Having been in the market for the last nine months, raising investment capital and under-writing asset acquisitions, it has become clear to me that:
THERE NEEDS TO BE A RE-CALIBRATION OF RISK/REWARD EXPECTATIONS!
Sounds obvious, I know, but there are no longer "signs" available to investors that give them a sense of the reasonable return they should expect for the level of risk they will incur in a given investment.
If the last four years have taught us anything, they certainly proved that investors were carrying considerably more risk than they realized, although arguably the returns in the mid 2000s for some PERE investments reflected that risk i.e. IRRs in the mid- to high-20s. Ten to twenty years ago, if you offered an investment with a 25%+ IRR for a moderate term hold (say, 3-5 years), you were proposing a fairly risky investment. And I believe that investors understood that then. Hence, their expectations were reasonable --there was some possibility of total loss or outperformance, and a more likely expectation that the investment, if properly underwritten, would perform about as projected. What is important is that these investors understood that total loss was a small but real possibility -- and in exchange for taking on the relative risk of the project, they would be, more than likely, rewarded.
From 2005 to Lehman, it seemed as if investors took a projected 25+% IRR to be a rock-solid, iron clad return, devoid of any risks, systematic or otherwise. No one likes to lose money and no one invests money with the great expectation of losing it, but as you move out on the return spectrum, an investor is, by default, incurring an increasingly higher level of risk. Its a trade-off, and a fair one at that.
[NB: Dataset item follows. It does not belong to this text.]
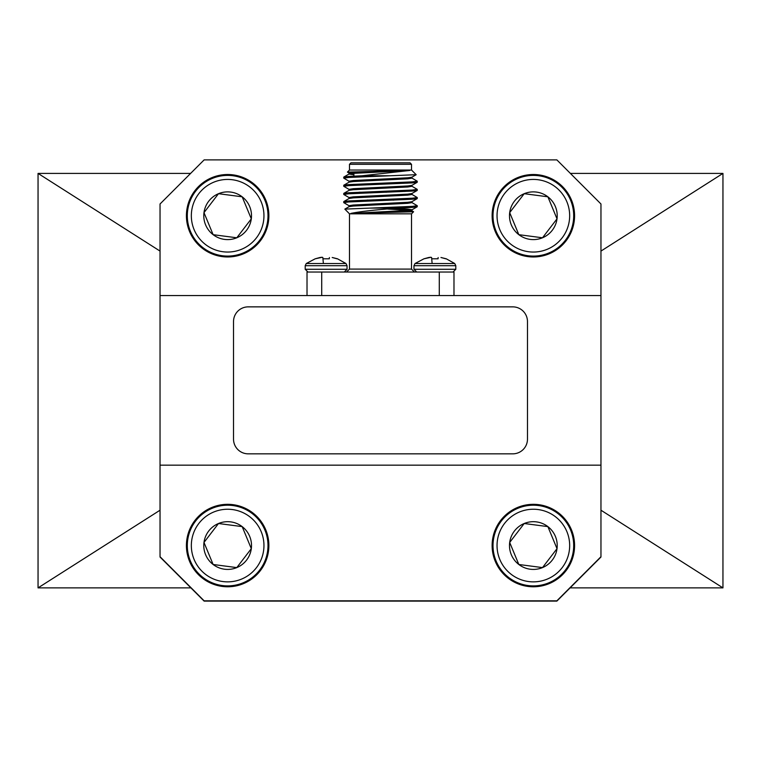 <?xml version="1.0" encoding="UTF-8"?>
<svg xmlns="http://www.w3.org/2000/svg" width="761" height="761" viewBox="0 0 761 761"><rect width="100%" height="100%" fill="white"/><g stroke="black" fill="none" stroke-linecap="round" stroke-linejoin="round"><path stroke-width="1.14" d="M160.038 295.553L160.038 557.014L204.129 601.104L556.871 601.104L600.962 557.014L600.962 295.553L160.038 295.553L160.038 203.986L204.129 159.896L556.871 159.896L600.962 203.986L600.962 295.553M570.094 587.882L722.95 587.882L722.95 173.413L570.389 173.413M190.611 173.413L38.05 173.413L38.05 587.882L190.906 587.882M38.05 173.413L160.038 251.082M722.95 173.413L600.962 251.082M722.95 587.882L600.962 510.212M38.05 587.882L160.038 510.212M425.627 272.029L430.736 272.029M455.801 265.703L455.801 269.28L413.955 269.28L416.714 272.029L413.955 269.28L413.955 265.703L415.03 263.525L454.736 263.525L455.801 265.703L413.955 265.703M438.155 257.551L438.041 258.807L431.715 258.807L431.601 257.494L430.907 257.285L431.544 257.456M428.785 257.494L423.944 258.807L430.907 257.285M423.944 258.807L415.03 263.525M430.545 257.285L429.042 257.456M445.822 258.807L440.971 257.494L446.269 258.807L454.736 263.525M432.134 263.525L431.715 258.807M160.038 465.161L600.962 465.161M413.584 211.758L411.511 213.831L349.489 213.831L344.847 209.113L370.16 208.095L398.422 208.095C375.858 209.76 360.02 211.52 350.916 213.403L413.584 211.758L411.853 210.702M349.489 164.3L350.954 162.835L410.046 162.835L411.511 164.3L349.489 164.3L349.489 170.036L411.511 170.036L416.162 174.688L390.184 175.762L361.998 175.762L348.681 176.438L343.829 177.037L346.436 177.627M349.147 173.137L347.425 172.091L409.865 170.464L361.998 175.762M600.962 556.719L556.871 600.819L204.129 600.819L160.038 556.719M307.016 295.553L307.016 272.029L453.984 272.029L453.984 295.553M390.184 175.762L348.681 177.465L343.753 178.141L349.147 181.308M414.564 181.717L417.171 182.307L412.319 182.906L348.681 185.627L343.753 186.302L349.147 189.47M414.564 189.879L417.171 190.478L412.319 191.068L348.681 193.789L343.753 194.474L349.147 197.632M414.564 198.041L417.171 198.64L412.319 199.23L348.681 201.96L343.753 202.635L349.147 205.803M414.564 206.212L417.171 206.802L412.319 207.401L398.422 208.095M411.853 178.036L417.247 181.204L412.319 181.879L348.681 184.609L343.829 185.199L346.436 185.798M411.853 186.207L417.247 189.365L412.319 190.05L348.681 192.771L343.829 193.361L346.436 193.96M411.853 194.369L417.247 197.537L412.319 198.212L348.681 200.933L343.829 201.532L346.436 202.122M411.853 202.531L417.247 205.698L412.319 206.383L370.16 208.095M393.218 170.464L353.275 172.357L349.061 173.042L349.061 174.06L353.894 174.783M416.143 174.735L411.853 177.218L407.725 177.798L353.275 180.519L349.061 181.204L349.061 182.221M417.171 182.307L411.853 185.389L407.725 185.969L353.275 188.69L349.061 189.365L349.061 190.393M417.171 190.478L411.853 193.551L407.725 194.131L353.275 196.852L349.061 197.537L349.061 198.554M387.853 199.867L393.637 200.133M417.171 198.64L411.853 201.722L407.725 202.293L353.275 205.023L349.061 205.698L349.061 206.716M387.853 208.038L389.347 208.095M395.425 208.381L407.725 209.104L411.939 209.779L411.939 210.807L367.259 213.403M417.171 206.802L411.853 209.884L407.725 210.464L350.916 213.403M409.865 170.464L353.275 173.375L349.147 173.955L343.829 177.037M411.939 177.123L411.939 178.141L407.725 178.825L353.275 181.546L349.147 182.126L343.829 185.199M411.939 185.284L411.939 186.302L407.725 186.987L353.275 189.708L349.147 190.288L343.829 193.361M411.939 193.446L411.939 194.474L407.725 195.149L353.275 197.87L349.147 198.45L343.829 201.532M367.363 200.038L373.147 200.305M411.939 201.617L411.939 202.635L407.725 203.32L353.275 206.041L349.147 206.621L344.847 209.113M387.863 209.056L409.646 210.293M359.04 192.229L386.569 192.229M527.478 321.561A14.697 14.697 0 0 0 512.781 306.864L248.219 306.864A14.697 14.697 0 0 0 233.522 321.561L233.522 439.145A14.697 14.697 0 0 0 248.219 453.841L512.781 453.841A14.697 14.697 0 0 0 527.478 439.145L527.478 321.561M330.264 272.029L334.935 272.029M347.045 265.703L347.045 269.28L305.199 269.28L307.948 272.029L305.199 269.28L305.199 265.703L306.264 263.525L345.97 263.525L347.045 265.703L305.199 265.703M329.389 257.551L329.285 258.807L322.959 258.807L322.845 257.494L322.15 257.285L322.788 257.456M320.029 257.494L315.178 258.807L322.15 257.285M315.178 258.807L306.264 263.525M321.789 257.285L320.286 257.456M337.056 258.807L332.215 257.494L337.504 258.807L345.97 263.525M323.368 263.525L322.845 257.494M264.914 200.286A40.343 40.343 0 0 1 222.393 255.744A40.343 40.343 0 0 1 195.634 191.192A40.343 40.343 0 0 1 264.914 200.286M261.185 201.836A36.309 36.309 0 0 1 222.925 251.739A36.309 36.309 0 0 1 198.83 193.646A36.309 36.309 0 0 1 261.185 201.836M242.169 196.804A23.867 23.867 0 0 1 236.785 237.784A23.867 23.867 0 0 1 203.986 212.633A23.867 23.867 0 0 1 242.169 196.804L251.311 218.845L236.785 237.784L213.128 234.683L203.986 212.633L218.502 193.694L242.169 196.804M203.986 212.633L213.128 234.683M265.732 199.953A41.227 41.227 0 0 1 222.279 256.619A41.227 41.227 0 0 1 194.93 190.659A41.227 41.227 0 0 1 265.732 199.953M264.914 530.094A40.343 40.343 0 0 1 222.393 585.551A40.343 40.343 0 0 1 195.634 521.009A40.343 40.343 0 0 1 264.914 530.094M261.185 531.644A36.309 36.309 0 0 1 222.925 581.556A36.309 36.309 0 0 1 198.83 523.463A36.309 36.309 0 0 1 261.185 531.644M242.169 526.612A23.867 23.867 0 0 1 236.785 567.601A23.867 23.867 0 0 1 203.986 542.45A23.867 23.867 0 0 1 242.169 526.612L251.311 548.662L236.785 567.601L213.128 564.491L203.986 542.45L218.502 523.511L242.169 526.612M203.986 542.45L213.128 564.491M265.732 529.761A41.227 41.227 0 0 1 222.279 586.427A41.227 41.227 0 0 1 194.93 520.467A41.227 41.227 0 0 1 265.732 529.761M570.617 200.286A40.343 40.343 0 0 1 528.105 255.744A40.343 40.343 0 0 1 501.337 191.192A40.343 40.343 0 0 1 570.617 200.286M566.897 201.836A36.309 36.309 0 0 1 528.629 251.739A36.309 36.309 0 0 1 504.533 193.646A36.309 36.309 0 0 1 566.897 201.836M547.872 196.804A23.867 23.867 0 0 1 542.498 237.784A23.867 23.867 0 0 1 509.689 212.633A23.867 23.867 0 0 1 547.872 196.804L557.014 218.845L542.498 237.784L518.831 234.683L509.689 212.633L524.215 193.694L547.872 196.804M509.689 212.633L518.831 234.683M571.435 199.953A41.227 41.227 0 0 1 527.991 256.619A41.227 41.227 0 0 1 500.633 190.659A41.227 41.227 0 0 1 571.435 199.953M570.617 530.094A40.343 40.343 0 0 1 528.105 585.551A40.343 40.343 0 0 1 501.337 521.009A40.343 40.343 0 0 1 570.617 530.094M566.897 531.644A36.309 36.309 0 0 1 528.629 581.556A36.309 36.309 0 0 1 504.533 523.463A36.309 36.309 0 0 1 566.897 531.644M547.872 526.612A23.867 23.867 0 0 1 542.498 567.601A23.867 23.867 0 0 1 509.689 542.45A23.867 23.867 0 0 1 547.872 526.612L557.014 548.662L542.498 567.601L518.831 564.491L509.689 542.45L524.215 523.511L547.872 526.612M509.689 542.45L518.831 564.491M571.435 529.761A41.227 41.227 0 0 1 527.991 586.427A41.227 41.227 0 0 1 500.633 520.467A41.227 41.227 0 0 1 571.435 529.761M349.489 213.831L349.489 269.09L411.511 269.09L414.45 272.029M439.287 295.553L439.287 272.029M321.713 272.029L321.713 295.553M387.853 208.095L387.853 207.487L387.853 208.095M387.853 200.343L387.853 199.325L387.853 200.343M373.147 200.847L373.147 199.82L373.147 200.847M455.801 269.28L453.052 272.029L455.801 269.28M349.489 170.036L347.425 172.091M411.511 213.831L411.511 269.09M417.247 206.716L417.247 205.698M417.247 198.554L417.247 197.537M417.247 190.393L417.247 189.365M417.247 182.221L417.247 181.204M343.753 202.635L343.753 201.617M343.753 194.474L343.753 193.456M343.753 186.302L343.753 185.284M343.753 178.141L343.753 177.123M411.511 164.3L411.511 170.036M407.106 183.201L407.106 182.183M353.894 185.332L353.894 184.305M353.894 177.161L353.894 173.327M404.909 191.477L405.984 190.402M349.489 269.09L346.55 272.029M347.045 269.28L344.286 272.029L347.045 269.28"/></g></svg>

This could be true of the broader investment world, but it is certainly true in my observations that there are few, if any, good signposts as to what the "right" return should be for a given level of risk. I suspect it will take another 12-18 months of transaction volume, with winners and losers at various risk/return strata, to glean what is right. In the meantime, investors and advisors will continue their dance, underwriting and analyzing various acquisitions, trying to find the middle ground that will create the aforementioned transaction volume.
It should be an interesting 18 months.